_WHAT TO DO:_ Scan the data below for the string "removed". Show every line where it turns up.

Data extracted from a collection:
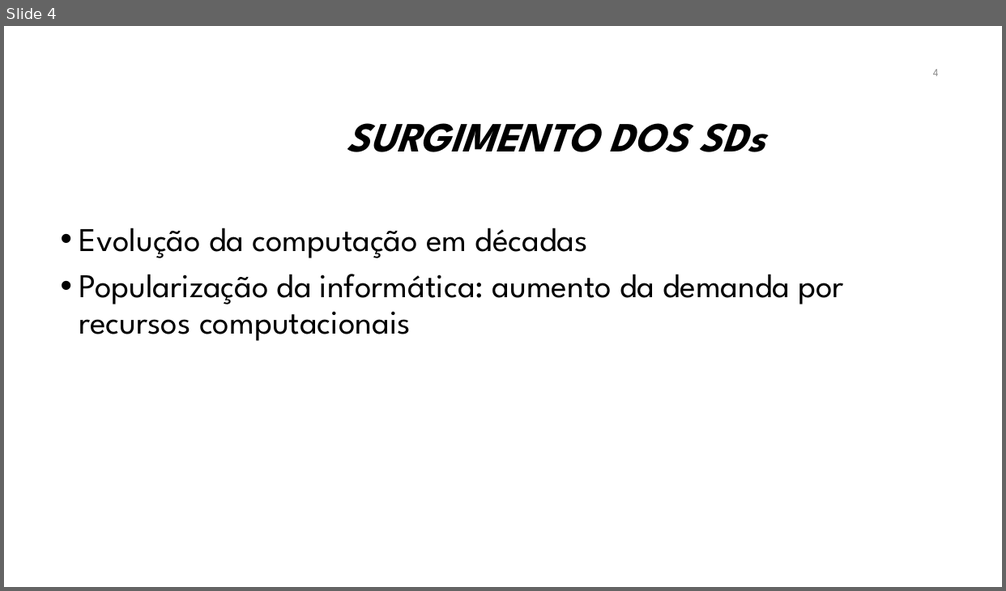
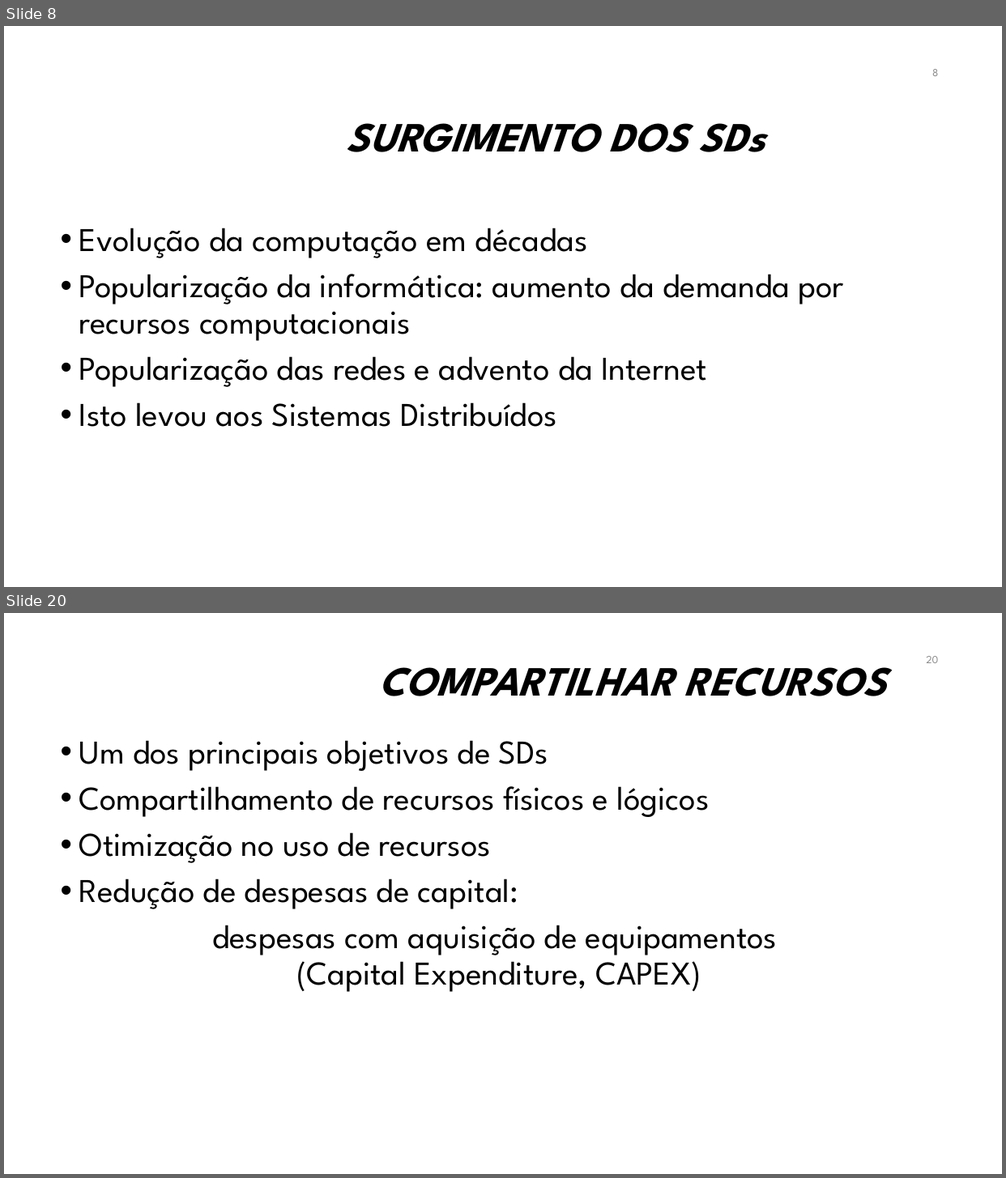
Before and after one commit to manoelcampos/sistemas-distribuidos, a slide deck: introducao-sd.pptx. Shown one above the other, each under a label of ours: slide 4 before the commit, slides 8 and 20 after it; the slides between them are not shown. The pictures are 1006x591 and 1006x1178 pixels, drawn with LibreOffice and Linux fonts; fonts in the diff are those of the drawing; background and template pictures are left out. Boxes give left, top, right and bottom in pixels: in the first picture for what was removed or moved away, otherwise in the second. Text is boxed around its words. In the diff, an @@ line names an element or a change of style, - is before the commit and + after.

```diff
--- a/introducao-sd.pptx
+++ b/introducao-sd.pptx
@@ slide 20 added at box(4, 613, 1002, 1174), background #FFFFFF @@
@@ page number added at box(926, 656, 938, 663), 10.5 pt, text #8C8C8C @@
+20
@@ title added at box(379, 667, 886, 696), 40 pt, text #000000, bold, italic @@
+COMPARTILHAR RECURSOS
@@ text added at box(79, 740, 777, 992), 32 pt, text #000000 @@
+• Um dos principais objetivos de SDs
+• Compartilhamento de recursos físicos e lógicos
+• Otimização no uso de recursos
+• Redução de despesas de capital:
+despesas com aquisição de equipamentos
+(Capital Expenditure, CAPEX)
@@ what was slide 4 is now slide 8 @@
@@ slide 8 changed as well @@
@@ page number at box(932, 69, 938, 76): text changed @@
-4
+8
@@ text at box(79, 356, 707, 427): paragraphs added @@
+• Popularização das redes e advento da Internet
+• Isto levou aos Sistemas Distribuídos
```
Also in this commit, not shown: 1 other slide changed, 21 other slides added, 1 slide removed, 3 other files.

_EXPECTED ANSWER:_
Before and after one commit to manoelcampos/sistemas-distribuidos, a slide deck: introducao-sd.pptx. Shown one above the other, each under a label of ours: slide 4 before the commit, slides 8 and 20 after it; the slides between them are not shown. The pictures are 1006x591 and 1006x1178 pixels, drawn with LibreOffice and Linux fonts; fonts in the diff are those of the drawing; background and template pictures are left out. Boxes give left, top, right and bottom in pixels: in the first picture for what was removed or moved away, otherwise in the second. Text is boxed around its words. In the diff, an @@ line names an element or a change of style, - is before the commit and + after.
Also in this commit, not shown: 1 other slide changed, 21 other slides added, 1 slide removed, 3 other files.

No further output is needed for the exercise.